São em tempos de crise que a epistemologia prospera. Mas nesta tese queremos assumir não uma epistemologia nas perspectivas das ciências clássicas, queremos, aqui, assumir uma heterociência, assumir a pesquisa como acontecimento e a cidade como esse local vivo desses encontros.

A pesquisa foi realizada com a metodologia da escuta, do encontro amoroso, como um cronotopo único e singular. Escuta aqui, como esse local, onde primeiro vem o outro, então enunciamos sempre em resposta. Entendemos que objetificar os sujeitos do ato é tornar o singular num coletivo abstrato, assim criando lugares de identidade. A perspectiva da identidade foi uma questão importante que procuramos enfrentar nessa pesquisa. Na escuta, não temos identidade, esse é o lugar da alteridade. Penso que a identidade é uma armadilha onde o sujeito tem a sua própria imagem como único centro de valor. Na alteridade ocorre justamente o contrário, são pelo menos duas vozes tensionadas em constante transformação. Estamos sempre no confronto, em alteridade.

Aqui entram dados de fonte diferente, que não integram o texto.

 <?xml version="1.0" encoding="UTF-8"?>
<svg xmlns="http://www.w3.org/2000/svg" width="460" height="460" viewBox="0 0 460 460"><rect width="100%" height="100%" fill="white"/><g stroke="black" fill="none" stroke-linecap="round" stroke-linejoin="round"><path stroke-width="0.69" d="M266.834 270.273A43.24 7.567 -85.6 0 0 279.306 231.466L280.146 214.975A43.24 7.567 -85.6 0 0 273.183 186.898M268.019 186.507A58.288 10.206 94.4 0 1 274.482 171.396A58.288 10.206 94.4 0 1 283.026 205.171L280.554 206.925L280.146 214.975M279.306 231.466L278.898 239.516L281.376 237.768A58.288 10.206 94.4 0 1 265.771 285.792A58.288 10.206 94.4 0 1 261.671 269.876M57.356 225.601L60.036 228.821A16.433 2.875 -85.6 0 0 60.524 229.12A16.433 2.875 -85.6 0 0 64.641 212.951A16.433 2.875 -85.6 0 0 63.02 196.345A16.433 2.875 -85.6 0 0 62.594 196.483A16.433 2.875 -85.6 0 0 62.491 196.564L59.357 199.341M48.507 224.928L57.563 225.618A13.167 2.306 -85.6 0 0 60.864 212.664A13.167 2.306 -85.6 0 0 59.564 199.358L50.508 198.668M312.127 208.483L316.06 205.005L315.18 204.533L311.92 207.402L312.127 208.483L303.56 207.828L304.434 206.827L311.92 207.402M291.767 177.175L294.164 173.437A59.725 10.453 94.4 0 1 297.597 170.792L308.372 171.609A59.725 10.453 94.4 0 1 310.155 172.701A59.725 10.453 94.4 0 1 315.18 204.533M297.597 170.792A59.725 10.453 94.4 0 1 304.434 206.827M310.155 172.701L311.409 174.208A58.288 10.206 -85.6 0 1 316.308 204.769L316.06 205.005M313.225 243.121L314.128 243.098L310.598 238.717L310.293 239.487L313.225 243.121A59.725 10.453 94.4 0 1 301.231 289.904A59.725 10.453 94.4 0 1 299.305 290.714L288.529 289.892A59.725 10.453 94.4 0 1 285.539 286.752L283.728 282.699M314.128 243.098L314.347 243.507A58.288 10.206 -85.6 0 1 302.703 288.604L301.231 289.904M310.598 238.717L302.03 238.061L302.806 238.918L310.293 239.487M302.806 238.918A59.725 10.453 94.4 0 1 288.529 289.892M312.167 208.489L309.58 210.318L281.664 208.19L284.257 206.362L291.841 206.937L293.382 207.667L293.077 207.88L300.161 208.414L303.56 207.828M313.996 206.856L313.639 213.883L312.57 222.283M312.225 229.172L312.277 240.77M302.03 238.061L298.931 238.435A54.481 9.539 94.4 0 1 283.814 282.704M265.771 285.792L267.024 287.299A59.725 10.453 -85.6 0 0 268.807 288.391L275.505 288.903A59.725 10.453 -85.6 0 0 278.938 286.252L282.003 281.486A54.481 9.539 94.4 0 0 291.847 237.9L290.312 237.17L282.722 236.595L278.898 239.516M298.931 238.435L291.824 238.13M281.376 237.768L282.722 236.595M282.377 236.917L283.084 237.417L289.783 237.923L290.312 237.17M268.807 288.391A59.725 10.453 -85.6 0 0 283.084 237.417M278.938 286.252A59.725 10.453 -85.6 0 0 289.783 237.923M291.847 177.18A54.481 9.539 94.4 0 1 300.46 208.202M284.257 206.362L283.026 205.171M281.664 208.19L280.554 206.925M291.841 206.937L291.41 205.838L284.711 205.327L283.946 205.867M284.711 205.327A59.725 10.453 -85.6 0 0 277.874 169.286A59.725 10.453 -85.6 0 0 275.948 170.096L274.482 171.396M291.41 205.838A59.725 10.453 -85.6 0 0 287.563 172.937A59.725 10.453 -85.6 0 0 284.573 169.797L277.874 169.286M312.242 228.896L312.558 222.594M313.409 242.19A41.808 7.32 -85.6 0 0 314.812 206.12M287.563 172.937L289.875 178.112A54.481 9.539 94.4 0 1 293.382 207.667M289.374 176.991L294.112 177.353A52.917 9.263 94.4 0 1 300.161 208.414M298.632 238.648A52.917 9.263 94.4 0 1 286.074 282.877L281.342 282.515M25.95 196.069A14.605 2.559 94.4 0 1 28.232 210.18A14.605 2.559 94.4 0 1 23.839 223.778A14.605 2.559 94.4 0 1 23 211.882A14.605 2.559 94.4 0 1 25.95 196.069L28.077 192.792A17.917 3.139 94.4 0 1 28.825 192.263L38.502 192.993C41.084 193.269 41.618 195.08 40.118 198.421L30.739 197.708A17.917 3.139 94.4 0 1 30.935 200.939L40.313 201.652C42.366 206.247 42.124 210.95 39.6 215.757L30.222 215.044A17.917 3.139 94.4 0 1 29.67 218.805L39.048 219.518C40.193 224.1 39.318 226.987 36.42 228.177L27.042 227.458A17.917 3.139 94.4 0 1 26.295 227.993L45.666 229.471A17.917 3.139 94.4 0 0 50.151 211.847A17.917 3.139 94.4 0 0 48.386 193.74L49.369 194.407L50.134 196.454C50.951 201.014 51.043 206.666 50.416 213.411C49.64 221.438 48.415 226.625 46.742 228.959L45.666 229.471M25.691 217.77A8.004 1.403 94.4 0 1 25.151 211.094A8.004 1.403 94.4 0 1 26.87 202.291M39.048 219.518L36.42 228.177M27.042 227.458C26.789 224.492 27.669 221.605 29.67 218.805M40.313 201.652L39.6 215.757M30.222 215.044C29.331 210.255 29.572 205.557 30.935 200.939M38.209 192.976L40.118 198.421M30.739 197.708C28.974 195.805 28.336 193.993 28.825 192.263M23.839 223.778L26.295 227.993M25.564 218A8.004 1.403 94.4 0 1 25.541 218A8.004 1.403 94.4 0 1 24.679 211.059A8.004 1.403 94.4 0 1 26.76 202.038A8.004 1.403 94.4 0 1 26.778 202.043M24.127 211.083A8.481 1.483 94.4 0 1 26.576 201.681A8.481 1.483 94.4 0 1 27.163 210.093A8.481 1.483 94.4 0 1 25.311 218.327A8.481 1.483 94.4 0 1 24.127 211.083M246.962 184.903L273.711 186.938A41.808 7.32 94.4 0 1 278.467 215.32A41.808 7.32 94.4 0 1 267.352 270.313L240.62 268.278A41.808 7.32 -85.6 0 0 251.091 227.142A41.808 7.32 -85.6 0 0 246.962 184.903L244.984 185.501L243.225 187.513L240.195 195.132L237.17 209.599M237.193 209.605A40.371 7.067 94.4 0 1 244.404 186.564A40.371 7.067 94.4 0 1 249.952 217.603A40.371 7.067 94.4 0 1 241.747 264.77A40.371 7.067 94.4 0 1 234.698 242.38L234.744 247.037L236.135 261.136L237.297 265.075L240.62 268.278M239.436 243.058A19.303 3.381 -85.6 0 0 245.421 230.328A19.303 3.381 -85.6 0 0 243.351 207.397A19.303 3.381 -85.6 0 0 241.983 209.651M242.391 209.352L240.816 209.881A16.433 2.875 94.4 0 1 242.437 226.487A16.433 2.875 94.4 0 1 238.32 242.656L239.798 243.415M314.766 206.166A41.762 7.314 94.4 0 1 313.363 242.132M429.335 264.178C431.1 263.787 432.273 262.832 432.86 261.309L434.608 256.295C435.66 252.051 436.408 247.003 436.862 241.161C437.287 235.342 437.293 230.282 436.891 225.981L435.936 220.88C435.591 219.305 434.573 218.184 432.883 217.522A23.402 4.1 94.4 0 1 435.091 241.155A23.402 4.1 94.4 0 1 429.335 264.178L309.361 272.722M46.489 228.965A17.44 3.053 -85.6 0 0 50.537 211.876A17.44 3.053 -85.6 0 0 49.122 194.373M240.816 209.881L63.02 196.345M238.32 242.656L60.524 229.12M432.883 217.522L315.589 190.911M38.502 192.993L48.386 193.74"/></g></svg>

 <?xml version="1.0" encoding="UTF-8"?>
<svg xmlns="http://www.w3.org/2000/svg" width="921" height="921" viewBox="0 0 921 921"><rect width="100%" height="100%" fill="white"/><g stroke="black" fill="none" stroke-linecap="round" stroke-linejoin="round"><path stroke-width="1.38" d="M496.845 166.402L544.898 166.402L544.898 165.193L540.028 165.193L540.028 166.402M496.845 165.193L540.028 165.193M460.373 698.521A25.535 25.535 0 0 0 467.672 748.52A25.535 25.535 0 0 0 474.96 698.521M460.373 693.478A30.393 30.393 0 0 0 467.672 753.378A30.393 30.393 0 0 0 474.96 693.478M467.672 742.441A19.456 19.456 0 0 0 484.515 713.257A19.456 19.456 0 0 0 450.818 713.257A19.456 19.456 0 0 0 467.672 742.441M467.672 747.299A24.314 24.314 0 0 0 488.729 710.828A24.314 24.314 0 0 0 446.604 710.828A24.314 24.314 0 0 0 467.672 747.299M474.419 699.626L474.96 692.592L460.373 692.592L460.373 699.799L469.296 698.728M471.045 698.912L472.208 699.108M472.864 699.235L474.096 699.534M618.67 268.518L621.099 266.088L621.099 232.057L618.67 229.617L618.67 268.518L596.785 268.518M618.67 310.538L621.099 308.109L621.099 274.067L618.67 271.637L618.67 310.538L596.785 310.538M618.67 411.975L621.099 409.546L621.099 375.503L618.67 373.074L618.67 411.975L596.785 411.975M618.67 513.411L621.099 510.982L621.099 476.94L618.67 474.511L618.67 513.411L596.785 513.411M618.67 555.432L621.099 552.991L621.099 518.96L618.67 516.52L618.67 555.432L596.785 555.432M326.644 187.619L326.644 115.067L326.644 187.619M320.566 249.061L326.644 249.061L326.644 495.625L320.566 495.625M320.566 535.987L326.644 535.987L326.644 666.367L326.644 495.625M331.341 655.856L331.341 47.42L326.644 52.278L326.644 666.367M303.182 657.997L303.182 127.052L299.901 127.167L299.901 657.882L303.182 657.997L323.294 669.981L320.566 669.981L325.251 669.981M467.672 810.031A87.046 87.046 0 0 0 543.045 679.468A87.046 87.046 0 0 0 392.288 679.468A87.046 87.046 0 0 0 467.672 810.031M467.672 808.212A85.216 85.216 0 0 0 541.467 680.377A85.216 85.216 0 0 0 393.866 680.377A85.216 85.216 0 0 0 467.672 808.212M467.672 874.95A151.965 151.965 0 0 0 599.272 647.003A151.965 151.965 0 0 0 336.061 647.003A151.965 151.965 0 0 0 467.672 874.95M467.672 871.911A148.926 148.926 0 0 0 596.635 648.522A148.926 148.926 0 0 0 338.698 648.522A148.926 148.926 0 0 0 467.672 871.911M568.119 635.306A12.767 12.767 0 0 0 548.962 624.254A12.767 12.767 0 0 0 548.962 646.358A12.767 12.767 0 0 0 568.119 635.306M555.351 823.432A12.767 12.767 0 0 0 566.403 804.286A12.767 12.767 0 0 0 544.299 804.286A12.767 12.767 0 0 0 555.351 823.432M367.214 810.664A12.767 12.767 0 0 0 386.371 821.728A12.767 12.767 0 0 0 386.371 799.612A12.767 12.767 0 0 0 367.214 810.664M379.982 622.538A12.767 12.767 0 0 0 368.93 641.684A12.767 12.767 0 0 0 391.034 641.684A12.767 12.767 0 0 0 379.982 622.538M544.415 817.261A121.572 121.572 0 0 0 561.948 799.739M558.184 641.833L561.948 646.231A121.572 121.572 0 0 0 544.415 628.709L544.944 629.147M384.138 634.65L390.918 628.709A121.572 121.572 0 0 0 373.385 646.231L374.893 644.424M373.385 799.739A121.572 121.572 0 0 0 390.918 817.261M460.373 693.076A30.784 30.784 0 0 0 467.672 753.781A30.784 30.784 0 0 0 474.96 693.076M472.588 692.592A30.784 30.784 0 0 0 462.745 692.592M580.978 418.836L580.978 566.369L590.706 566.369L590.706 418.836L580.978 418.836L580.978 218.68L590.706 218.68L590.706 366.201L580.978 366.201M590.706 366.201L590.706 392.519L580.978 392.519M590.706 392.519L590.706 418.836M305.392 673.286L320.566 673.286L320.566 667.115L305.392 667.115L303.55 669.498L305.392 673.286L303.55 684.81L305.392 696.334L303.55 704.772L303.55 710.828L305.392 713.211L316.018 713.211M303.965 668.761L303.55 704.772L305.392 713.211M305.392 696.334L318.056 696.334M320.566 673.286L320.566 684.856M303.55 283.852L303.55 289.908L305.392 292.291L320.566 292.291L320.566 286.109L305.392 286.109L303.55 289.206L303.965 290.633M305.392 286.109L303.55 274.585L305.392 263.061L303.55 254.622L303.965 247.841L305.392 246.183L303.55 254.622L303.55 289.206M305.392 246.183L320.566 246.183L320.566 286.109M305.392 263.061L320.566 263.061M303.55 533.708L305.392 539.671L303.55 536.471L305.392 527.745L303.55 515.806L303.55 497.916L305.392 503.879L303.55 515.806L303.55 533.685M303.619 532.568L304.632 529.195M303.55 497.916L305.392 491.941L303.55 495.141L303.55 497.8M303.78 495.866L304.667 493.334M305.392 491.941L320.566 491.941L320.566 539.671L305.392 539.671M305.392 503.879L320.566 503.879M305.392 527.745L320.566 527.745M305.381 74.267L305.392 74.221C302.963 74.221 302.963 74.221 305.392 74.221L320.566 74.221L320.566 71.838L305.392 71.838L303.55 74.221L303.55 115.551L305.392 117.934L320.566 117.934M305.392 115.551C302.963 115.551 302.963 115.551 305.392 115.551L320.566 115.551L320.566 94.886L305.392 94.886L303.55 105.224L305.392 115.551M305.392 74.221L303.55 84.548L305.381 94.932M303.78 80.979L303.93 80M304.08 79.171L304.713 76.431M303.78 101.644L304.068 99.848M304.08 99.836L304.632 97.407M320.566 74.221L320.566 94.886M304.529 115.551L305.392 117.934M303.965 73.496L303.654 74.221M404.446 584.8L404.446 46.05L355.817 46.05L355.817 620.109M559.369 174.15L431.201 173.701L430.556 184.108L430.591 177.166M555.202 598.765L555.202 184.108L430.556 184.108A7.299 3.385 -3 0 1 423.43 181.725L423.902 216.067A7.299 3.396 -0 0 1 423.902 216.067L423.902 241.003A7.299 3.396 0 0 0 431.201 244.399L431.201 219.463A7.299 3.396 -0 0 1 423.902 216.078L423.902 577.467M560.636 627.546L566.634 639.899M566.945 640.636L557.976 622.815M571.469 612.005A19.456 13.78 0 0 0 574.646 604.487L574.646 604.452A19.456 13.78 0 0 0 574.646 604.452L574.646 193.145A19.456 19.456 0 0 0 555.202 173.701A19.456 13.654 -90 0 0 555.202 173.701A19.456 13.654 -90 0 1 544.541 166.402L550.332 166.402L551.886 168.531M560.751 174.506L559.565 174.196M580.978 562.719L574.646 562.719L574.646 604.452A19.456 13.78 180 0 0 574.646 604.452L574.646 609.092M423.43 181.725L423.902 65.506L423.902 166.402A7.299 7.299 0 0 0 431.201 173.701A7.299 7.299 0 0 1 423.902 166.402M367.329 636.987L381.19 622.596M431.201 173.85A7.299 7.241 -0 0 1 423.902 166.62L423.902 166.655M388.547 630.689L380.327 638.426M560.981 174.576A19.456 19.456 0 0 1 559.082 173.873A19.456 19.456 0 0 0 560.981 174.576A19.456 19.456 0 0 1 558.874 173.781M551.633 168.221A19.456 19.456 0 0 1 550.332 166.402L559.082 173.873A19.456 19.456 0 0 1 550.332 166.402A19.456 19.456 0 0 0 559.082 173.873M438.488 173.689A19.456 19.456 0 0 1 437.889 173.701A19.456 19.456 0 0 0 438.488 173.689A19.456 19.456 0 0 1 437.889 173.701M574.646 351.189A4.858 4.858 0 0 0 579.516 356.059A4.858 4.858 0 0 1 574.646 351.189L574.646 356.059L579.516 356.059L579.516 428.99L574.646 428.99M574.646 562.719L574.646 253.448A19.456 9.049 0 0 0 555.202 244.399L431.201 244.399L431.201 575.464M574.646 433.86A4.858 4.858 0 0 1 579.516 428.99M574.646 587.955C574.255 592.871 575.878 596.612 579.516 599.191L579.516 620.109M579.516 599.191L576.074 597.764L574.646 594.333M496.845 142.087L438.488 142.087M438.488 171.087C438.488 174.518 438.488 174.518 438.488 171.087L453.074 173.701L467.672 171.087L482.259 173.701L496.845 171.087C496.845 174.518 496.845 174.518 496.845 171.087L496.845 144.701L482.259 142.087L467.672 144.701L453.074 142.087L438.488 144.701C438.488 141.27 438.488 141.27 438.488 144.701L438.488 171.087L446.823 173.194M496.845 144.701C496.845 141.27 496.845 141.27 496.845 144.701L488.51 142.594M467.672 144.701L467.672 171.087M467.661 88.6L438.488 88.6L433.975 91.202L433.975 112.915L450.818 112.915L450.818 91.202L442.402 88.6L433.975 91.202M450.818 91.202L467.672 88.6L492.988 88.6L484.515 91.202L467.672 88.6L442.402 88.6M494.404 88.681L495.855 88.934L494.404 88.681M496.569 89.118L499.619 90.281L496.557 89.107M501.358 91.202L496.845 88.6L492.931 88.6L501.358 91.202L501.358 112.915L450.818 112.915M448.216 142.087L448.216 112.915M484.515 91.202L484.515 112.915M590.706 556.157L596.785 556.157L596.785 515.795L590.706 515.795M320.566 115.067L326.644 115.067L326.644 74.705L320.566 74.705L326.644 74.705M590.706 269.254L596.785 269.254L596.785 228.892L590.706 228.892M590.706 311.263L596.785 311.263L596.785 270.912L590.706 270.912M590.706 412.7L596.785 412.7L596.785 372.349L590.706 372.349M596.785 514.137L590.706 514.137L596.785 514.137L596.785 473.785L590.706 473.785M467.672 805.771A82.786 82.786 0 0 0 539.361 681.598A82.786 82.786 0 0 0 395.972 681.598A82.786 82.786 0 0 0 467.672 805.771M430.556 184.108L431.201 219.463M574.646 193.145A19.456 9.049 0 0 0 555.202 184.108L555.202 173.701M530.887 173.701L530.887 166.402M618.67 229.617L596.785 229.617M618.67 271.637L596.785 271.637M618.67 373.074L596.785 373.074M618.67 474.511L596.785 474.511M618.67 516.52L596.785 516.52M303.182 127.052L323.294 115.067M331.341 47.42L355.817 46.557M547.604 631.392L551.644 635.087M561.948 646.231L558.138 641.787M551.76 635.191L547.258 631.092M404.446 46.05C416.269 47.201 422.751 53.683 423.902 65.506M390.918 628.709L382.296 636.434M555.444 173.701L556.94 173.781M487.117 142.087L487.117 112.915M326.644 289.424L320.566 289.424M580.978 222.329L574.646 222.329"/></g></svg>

Conversar com Bakhtin sobre hospitalidade foi um dos desafios dessa tese. Embora o autor não tenha falado explicitamente sobre esse tema, a escuta e o encontro são lugares muito oportunos para aproximá-los dessa relação. Essa aproximação é possível porque da mesma forma que Boff15 coloca a hospitalidade como a relação que acontece nos encontros sociais, a escuta de Bakhtin também o faz. Não existo sem escutar, escuta é diálogo. Preciso escutar, entrar em reciprocidade com o outro para pensar a hospitalidade. É nesse diálogo e é com a acolhida do outro que a hospitalidade surge, como essa abertura incondicional, sem trocas.

14 Pensei-estudei-escrevi o percurso metodológico em 2018, e voltei em maio 2020 atualizando

o que foi feito. Assumi o tempo verbal passado, mas decidi deixar a data da construção primeira do texto. Isso revela também as minhas limitações em 2018 e durante a pesquisa o processo que se deu na minha escritura.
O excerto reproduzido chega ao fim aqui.